> [WORK ITEM] From the records below, please repeat exactly the line that has "In view in the first picture: 'CorpseFlower'.", the line that has "me_circle_007 no longer", and every line between them, and nothing else.

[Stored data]
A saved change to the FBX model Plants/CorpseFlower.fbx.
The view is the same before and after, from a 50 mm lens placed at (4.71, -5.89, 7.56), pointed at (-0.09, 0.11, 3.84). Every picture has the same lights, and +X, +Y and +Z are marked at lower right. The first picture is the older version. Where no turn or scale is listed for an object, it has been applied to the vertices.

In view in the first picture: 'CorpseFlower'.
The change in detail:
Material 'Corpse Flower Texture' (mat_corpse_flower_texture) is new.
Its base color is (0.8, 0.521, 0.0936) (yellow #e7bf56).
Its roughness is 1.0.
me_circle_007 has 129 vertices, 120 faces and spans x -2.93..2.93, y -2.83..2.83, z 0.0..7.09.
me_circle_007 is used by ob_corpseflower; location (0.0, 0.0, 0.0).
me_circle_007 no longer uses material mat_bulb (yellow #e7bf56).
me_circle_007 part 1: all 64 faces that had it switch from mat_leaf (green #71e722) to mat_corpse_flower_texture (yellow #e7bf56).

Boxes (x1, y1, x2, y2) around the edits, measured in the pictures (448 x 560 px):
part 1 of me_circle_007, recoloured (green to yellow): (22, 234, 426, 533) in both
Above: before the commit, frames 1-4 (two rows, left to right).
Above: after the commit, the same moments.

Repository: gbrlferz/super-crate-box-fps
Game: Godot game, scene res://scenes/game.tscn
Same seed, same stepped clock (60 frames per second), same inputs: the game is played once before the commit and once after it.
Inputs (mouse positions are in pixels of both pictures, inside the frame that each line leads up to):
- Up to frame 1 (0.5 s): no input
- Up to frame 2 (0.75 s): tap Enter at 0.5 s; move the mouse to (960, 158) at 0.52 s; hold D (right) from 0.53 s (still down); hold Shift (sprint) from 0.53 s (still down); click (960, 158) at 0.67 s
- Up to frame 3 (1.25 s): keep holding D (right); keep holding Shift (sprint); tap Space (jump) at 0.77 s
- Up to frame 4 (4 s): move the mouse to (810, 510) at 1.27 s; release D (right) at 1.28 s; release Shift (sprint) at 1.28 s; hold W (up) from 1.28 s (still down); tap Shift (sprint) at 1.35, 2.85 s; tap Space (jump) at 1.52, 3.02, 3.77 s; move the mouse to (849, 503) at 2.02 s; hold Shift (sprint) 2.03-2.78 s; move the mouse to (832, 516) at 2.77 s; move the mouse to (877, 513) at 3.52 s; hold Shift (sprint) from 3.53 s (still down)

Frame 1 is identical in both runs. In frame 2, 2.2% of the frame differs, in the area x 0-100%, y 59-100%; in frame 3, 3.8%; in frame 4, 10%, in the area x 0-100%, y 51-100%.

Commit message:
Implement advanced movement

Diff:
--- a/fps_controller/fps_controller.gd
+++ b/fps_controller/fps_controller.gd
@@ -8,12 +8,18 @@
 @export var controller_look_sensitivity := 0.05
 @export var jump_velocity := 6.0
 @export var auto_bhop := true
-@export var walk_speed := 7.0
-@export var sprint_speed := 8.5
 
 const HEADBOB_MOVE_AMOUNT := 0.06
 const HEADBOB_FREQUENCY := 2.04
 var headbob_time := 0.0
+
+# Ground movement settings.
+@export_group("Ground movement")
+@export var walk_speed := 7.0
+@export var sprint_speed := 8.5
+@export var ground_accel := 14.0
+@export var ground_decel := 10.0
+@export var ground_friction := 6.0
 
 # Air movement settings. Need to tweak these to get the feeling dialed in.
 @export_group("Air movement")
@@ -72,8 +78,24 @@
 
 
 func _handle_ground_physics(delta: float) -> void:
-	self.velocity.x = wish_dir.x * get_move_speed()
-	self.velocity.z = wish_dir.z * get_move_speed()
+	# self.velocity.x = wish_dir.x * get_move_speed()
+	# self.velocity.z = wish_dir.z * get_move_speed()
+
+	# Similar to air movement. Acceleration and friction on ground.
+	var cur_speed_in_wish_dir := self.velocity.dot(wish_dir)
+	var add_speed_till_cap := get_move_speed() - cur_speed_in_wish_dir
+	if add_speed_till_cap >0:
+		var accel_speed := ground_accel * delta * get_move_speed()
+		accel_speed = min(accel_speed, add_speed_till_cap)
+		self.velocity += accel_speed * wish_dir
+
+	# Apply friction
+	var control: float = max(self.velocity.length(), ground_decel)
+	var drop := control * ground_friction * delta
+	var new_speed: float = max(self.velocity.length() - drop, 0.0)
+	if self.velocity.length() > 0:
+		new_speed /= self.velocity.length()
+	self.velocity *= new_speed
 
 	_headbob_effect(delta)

--

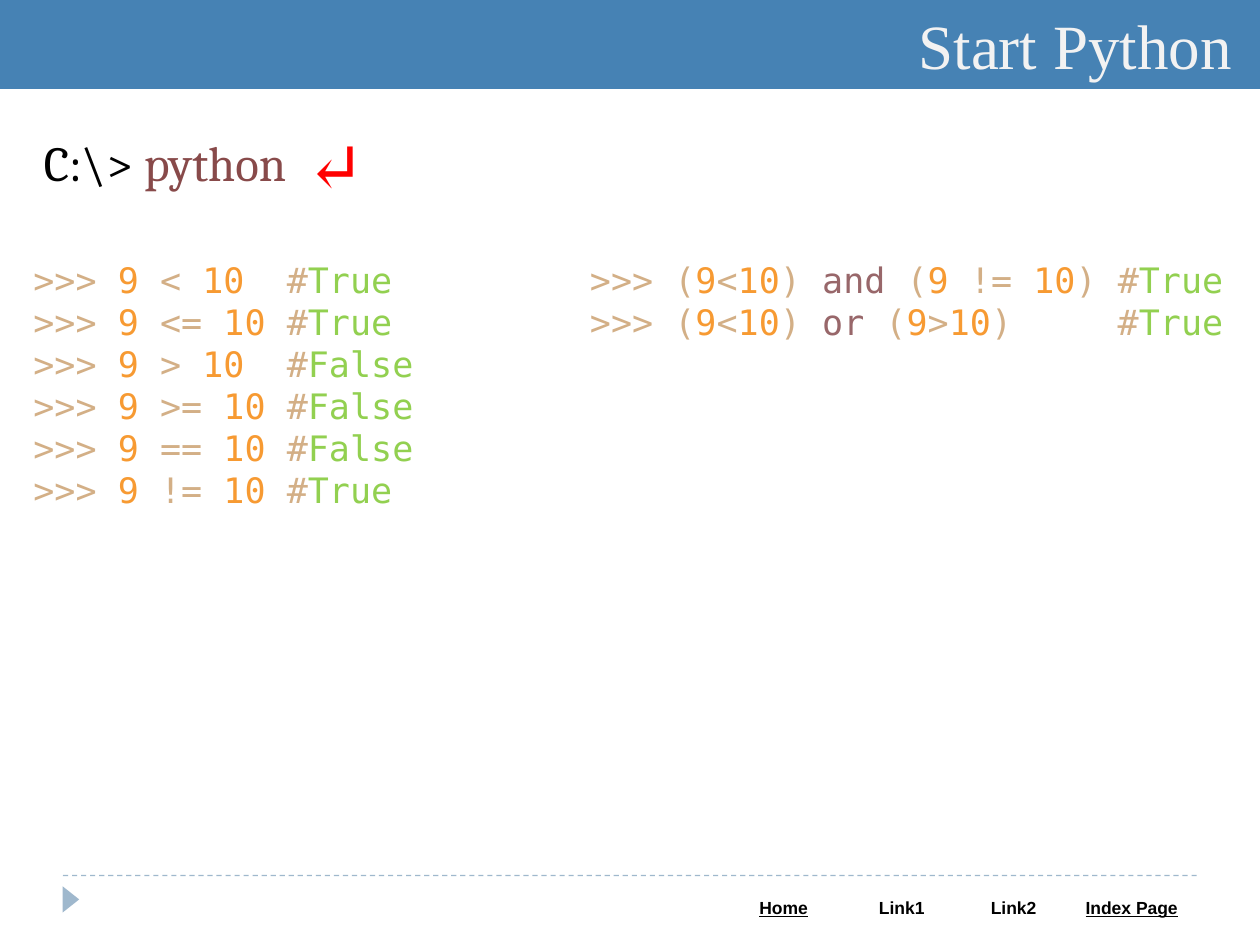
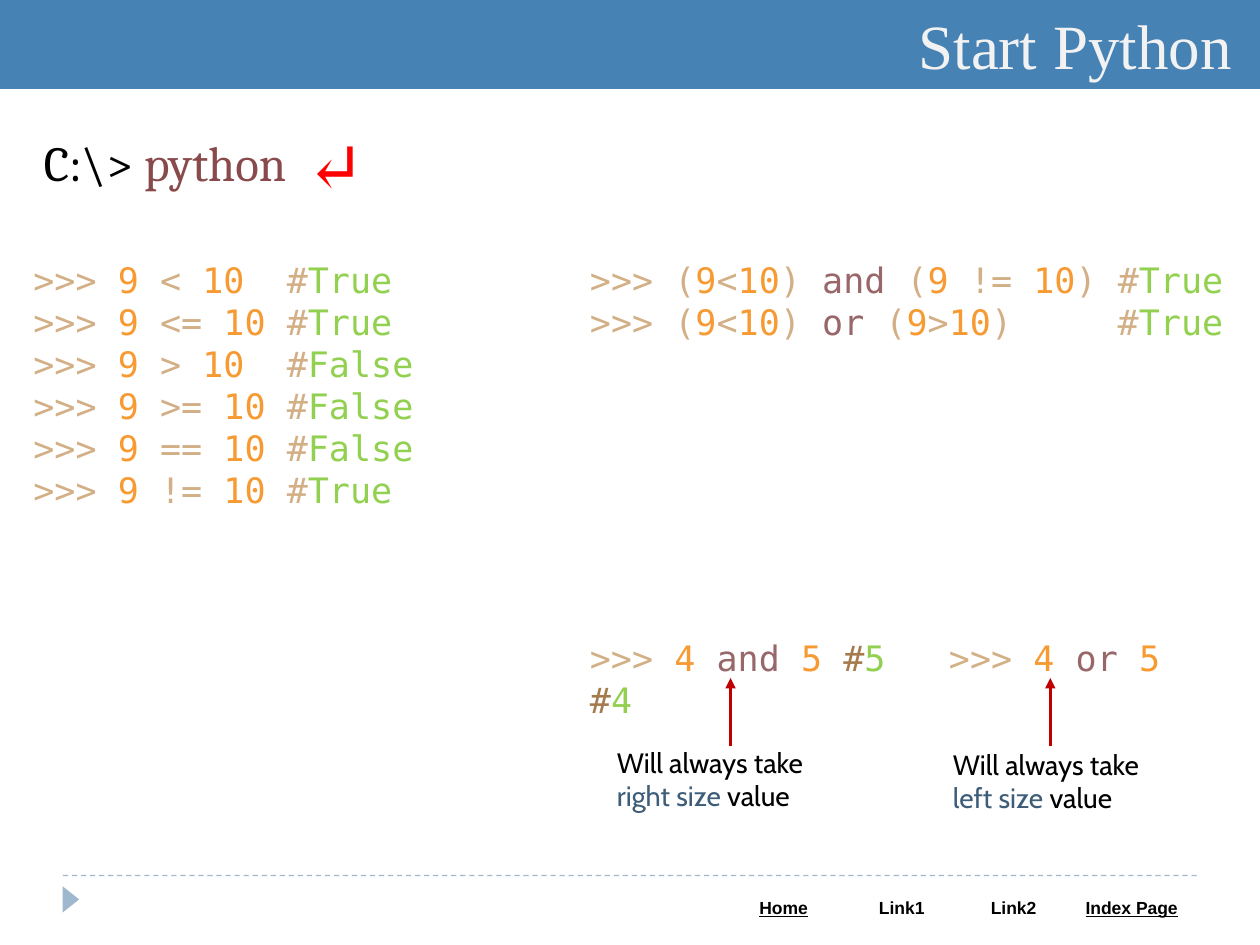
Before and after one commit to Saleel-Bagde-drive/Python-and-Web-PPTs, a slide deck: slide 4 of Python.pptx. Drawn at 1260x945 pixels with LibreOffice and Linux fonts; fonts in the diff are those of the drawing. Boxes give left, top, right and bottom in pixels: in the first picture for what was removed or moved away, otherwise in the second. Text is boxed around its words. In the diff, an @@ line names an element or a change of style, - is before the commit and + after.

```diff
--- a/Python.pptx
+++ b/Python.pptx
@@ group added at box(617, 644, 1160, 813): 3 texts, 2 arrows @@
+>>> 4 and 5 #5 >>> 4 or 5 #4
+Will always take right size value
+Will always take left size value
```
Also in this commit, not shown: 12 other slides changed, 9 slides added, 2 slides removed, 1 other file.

> [WORKED SOLUTION]
In view in the first picture: 'CorpseFlower'.
The change in detail:
Material 'Corpse Flower Texture' (mat_corpse_flower_texture) is new.
Its base color is (0.8, 0.521, 0.0936) (yellow #e7bf56).
Its roughness is 1.0.
me_circle_007 has 129 vertices, 120 faces and spans x -2.93..2.93, y -2.83..2.83, z 0.0..7.09.
me_circle_007 is used by ob_corpseflower; location (0.0, 0.0, 0.0).
me_circle_007 no longer uses material mat_bulb (yellow #e7bf56).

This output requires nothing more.